Task material:
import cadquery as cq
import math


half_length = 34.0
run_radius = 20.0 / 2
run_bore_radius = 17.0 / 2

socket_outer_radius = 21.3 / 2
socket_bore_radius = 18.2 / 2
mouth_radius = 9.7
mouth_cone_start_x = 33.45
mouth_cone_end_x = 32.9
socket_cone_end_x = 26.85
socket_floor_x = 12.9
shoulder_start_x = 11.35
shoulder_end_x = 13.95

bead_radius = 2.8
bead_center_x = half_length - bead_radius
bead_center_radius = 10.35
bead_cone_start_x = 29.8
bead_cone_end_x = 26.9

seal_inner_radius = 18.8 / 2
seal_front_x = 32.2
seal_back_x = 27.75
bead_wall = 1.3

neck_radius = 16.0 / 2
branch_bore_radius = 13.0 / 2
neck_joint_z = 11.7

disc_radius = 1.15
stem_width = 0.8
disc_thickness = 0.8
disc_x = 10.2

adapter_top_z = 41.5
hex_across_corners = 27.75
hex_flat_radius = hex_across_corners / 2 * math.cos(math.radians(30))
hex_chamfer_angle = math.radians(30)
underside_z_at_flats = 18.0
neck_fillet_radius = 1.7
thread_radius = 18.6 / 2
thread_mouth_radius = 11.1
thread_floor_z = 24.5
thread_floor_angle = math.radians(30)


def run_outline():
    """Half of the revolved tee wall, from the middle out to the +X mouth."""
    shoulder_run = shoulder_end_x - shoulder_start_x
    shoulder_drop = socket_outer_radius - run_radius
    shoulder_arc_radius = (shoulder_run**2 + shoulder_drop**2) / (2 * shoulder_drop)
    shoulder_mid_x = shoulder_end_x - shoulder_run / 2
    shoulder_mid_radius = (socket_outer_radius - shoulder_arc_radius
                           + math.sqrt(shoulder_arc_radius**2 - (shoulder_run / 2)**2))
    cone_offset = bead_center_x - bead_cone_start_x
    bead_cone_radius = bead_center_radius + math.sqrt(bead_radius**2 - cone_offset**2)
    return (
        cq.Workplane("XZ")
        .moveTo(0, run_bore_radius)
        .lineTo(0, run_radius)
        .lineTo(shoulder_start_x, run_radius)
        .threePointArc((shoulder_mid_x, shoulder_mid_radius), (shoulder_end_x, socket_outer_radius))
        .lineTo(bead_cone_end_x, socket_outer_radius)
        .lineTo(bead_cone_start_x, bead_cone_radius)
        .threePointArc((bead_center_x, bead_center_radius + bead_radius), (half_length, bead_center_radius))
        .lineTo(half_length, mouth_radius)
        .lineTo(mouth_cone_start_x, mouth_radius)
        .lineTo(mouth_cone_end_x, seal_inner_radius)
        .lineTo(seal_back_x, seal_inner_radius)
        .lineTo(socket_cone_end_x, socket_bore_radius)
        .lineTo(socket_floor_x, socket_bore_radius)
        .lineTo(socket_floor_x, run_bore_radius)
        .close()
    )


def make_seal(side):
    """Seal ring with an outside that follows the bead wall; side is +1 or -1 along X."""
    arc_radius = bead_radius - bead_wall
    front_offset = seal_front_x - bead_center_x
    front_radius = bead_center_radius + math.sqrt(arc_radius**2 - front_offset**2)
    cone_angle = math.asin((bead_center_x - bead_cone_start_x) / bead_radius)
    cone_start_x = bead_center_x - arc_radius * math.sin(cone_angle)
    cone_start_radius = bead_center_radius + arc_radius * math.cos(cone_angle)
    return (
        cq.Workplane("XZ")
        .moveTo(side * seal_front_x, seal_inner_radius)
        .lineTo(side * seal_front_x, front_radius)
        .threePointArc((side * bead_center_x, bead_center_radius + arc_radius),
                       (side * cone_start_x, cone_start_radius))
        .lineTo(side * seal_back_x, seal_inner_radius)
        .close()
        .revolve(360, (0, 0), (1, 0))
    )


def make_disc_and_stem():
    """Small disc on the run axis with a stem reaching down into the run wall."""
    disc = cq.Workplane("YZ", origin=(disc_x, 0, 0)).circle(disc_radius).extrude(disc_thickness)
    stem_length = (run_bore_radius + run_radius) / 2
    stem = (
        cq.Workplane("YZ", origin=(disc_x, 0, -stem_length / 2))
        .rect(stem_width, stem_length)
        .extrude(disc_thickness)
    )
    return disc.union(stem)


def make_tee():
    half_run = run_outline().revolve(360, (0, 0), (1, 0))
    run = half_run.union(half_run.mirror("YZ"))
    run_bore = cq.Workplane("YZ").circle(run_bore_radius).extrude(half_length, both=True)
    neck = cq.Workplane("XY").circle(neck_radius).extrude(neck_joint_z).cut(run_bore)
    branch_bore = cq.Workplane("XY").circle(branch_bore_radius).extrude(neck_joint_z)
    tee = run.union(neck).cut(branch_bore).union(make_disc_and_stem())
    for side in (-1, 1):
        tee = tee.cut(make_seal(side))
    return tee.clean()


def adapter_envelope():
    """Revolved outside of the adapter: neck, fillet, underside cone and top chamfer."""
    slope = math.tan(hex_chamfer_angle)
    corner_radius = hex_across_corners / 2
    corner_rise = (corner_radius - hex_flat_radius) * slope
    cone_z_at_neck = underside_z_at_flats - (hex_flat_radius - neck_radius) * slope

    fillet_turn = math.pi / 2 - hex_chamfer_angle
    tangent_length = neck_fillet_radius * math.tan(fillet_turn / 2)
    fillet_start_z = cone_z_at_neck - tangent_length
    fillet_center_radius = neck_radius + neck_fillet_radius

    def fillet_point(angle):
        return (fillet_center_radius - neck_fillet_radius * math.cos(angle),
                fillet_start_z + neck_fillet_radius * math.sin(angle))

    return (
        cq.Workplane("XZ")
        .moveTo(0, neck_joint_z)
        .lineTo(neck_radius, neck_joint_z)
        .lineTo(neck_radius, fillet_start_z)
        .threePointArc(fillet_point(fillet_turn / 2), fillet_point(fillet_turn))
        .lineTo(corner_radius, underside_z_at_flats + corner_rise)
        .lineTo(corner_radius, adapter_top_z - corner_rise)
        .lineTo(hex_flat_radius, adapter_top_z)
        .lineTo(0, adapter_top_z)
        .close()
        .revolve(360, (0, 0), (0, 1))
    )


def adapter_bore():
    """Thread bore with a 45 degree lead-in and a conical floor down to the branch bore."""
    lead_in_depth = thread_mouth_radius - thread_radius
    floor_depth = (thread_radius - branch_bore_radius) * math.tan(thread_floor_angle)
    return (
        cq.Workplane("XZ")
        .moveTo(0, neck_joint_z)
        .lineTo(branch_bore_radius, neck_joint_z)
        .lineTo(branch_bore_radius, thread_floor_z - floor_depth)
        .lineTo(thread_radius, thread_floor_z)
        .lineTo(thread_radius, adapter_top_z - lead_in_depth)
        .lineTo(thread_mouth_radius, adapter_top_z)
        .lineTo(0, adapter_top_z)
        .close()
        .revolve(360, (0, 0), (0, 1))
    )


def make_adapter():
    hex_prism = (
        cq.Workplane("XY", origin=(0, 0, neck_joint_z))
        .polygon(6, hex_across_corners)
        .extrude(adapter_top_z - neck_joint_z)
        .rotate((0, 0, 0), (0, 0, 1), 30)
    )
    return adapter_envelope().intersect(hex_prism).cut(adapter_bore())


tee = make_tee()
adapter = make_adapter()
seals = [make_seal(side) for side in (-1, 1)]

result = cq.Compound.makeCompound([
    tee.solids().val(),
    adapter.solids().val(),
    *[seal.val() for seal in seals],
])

...

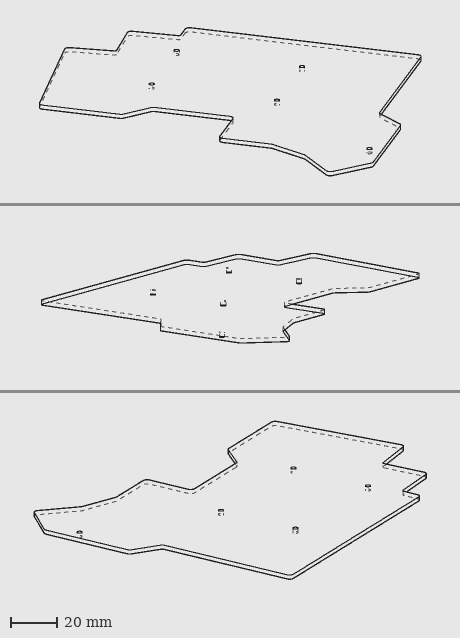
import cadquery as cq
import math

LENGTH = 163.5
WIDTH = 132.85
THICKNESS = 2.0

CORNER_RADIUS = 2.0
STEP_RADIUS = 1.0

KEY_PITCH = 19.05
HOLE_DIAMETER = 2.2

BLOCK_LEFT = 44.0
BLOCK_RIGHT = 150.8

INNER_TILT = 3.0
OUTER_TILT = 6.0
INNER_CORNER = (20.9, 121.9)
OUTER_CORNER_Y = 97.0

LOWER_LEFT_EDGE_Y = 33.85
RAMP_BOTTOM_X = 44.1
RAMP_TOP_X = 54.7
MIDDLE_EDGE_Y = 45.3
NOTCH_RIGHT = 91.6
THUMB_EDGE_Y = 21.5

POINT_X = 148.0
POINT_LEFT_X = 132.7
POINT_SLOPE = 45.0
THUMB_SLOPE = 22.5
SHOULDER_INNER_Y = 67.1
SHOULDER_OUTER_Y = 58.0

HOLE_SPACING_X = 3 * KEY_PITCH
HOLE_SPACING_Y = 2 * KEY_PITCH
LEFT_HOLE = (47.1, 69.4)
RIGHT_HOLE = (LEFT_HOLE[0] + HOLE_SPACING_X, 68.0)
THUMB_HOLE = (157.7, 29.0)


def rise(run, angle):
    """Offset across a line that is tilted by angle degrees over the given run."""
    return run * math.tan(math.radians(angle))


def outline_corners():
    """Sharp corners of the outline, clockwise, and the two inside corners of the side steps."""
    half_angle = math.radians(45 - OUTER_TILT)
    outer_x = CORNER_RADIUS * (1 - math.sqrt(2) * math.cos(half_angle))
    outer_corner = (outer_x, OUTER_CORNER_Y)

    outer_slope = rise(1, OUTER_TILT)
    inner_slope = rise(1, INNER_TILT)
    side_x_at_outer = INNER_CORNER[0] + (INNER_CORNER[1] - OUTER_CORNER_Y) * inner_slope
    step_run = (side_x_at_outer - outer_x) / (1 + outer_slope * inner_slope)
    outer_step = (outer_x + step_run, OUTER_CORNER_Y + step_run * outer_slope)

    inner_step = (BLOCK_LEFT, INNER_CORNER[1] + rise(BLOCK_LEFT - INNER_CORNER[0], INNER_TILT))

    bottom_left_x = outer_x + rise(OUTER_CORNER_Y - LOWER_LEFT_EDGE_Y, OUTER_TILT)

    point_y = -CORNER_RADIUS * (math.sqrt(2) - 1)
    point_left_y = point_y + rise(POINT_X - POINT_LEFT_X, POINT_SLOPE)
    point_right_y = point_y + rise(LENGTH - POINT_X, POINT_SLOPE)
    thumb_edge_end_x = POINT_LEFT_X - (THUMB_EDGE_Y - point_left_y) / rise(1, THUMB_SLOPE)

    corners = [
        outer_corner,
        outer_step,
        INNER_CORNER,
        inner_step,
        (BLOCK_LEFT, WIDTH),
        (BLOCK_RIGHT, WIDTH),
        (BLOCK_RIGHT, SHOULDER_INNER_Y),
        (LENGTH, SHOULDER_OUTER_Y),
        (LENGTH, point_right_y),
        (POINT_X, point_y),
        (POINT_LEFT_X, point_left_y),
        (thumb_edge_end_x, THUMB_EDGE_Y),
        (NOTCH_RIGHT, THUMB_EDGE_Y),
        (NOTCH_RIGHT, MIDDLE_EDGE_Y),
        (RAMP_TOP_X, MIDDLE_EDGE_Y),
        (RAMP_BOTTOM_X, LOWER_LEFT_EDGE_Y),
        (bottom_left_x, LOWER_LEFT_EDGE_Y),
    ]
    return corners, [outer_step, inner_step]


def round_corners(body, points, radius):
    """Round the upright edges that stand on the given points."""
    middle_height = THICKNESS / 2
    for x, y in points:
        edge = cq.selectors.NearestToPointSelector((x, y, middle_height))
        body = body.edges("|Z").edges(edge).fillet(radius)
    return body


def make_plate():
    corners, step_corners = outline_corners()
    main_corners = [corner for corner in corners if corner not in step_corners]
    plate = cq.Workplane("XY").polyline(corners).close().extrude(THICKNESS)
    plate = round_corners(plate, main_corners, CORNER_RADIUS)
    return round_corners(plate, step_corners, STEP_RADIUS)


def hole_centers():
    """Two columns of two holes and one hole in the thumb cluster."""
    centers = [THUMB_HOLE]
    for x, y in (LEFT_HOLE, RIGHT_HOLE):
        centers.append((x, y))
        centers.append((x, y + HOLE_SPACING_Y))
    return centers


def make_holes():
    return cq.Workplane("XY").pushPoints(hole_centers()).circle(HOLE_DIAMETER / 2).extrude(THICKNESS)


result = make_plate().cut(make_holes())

Problem to solve:
Beginning with the line holding "LOWER_LEFT_EDGE_Y = 33.85" and ending with the line holding "return corners, [outer_step, inner_step]", write out the stretch of material above exactly; add no further lines.

Output below:
LOWER_LEFT_EDGE_Y = 33.85
RAMP_BOTTOM_X = 44.1
RAMP_TOP_X = 54.7
MIDDLE_EDGE_Y = 45.3
NOTCH_RIGHT = 91.6
THUMB_EDGE_Y = 21.5

POINT_X = 148.0
POINT_LEFT_X = 132.7
POINT_SLOPE = 45.0
THUMB_SLOPE = 22.5
SHOULDER_INNER_Y = 67.1
SHOULDER_OUTER_Y = 58.0

HOLE_SPACING_X = 3 * KEY_PITCH
HOLE_SPACING_Y = 2 * KEY_PITCH
LEFT_HOLE = (47.1, 69.4)
RIGHT_HOLE = (LEFT_HOLE[0] + HOLE_SPACING_X, 68.0)
THUMB_HOLE = (157.7, 29.0)


def rise(run, angle):
    """Offset across a line that is tilted by angle degrees over the given run."""
    return run * math.tan(math.radians(angle))


def outline_corners():
    """Sharp corners of the outline, clockwise, and the two inside corners of the side steps."""
    half_angle = math.radians(45 - OUTER_TILT)
    outer_x = CORNER_RADIUS * (1 - math.sqrt(2) * math.cos(half_angle))
    outer_corner = (outer_x, OUTER_CORNER_Y)

    outer_slope = rise(1, OUTER_TILT)
    inner_slope = rise(1, INNER_TILT)
    side_x_at_outer = INNER_CORNER[0] + (INNER_CORNER[1] - OUTER_CORNER_Y) * inner_slope
    step_run = (side_x_at_outer - outer_x) / (1 + outer_slope * inner_slope)
    outer_step = (outer_x + step_run, OUTER_CORNER_Y + step_run * outer_slope)

    inner_step = (BLOCK_LEFT, INNER_CORNER[1] + rise(BLOCK_LEFT - INNER_CORNER[0], INNER_TILT))

    bottom_left_x = outer_x + rise(OUTER_CORNER_Y - LOWER_LEFT_EDGE_Y, OUTER_TILT)

    point_y = -CORNER_RADIUS * (math.sqrt(2) - 1)
    point_left_y = point_y + rise(POINT_X - POINT_LEFT_X, POINT_SLOPE)
    point_right_y = point_y + rise(LENGTH - POINT_X, POINT_SLOPE)
    thumb_edge_end_x = POINT_LEFT_X - (THUMB_EDGE_Y - point_left_y) / rise(1, THUMB_SLOPE)

    corners = [
        outer_corner,
        outer_step,
        INNER_CORNER,
        inner_step,
        (BLOCK_LEFT, WIDTH),
        (BLOCK_RIGHT, WIDTH),
        (BLOCK_RIGHT, SHOULDER_INNER_Y),
        (LENGTH, SHOULDER_OUTER_Y),
        (LENGTH, point_right_y),
        (POINT_X, point_y),
        (POINT_LEFT_X, point_left_y),
        (thumb_edge_end_x, THUMB_EDGE_Y),
        (NOTCH_RIGHT, THUMB_EDGE_Y),
        (NOTCH_RIGHT, MIDDLE_EDGE_Y),
        (RAMP_TOP_X, MIDDLE_EDGE_Y),
        (RAMP_BOTTOM_X, LOWER_LEFT_EDGE_Y),
        (bottom_left_x, LOWER_LEFT_EDGE_Y),
    ]
    return corners, [outer_step, inner_step]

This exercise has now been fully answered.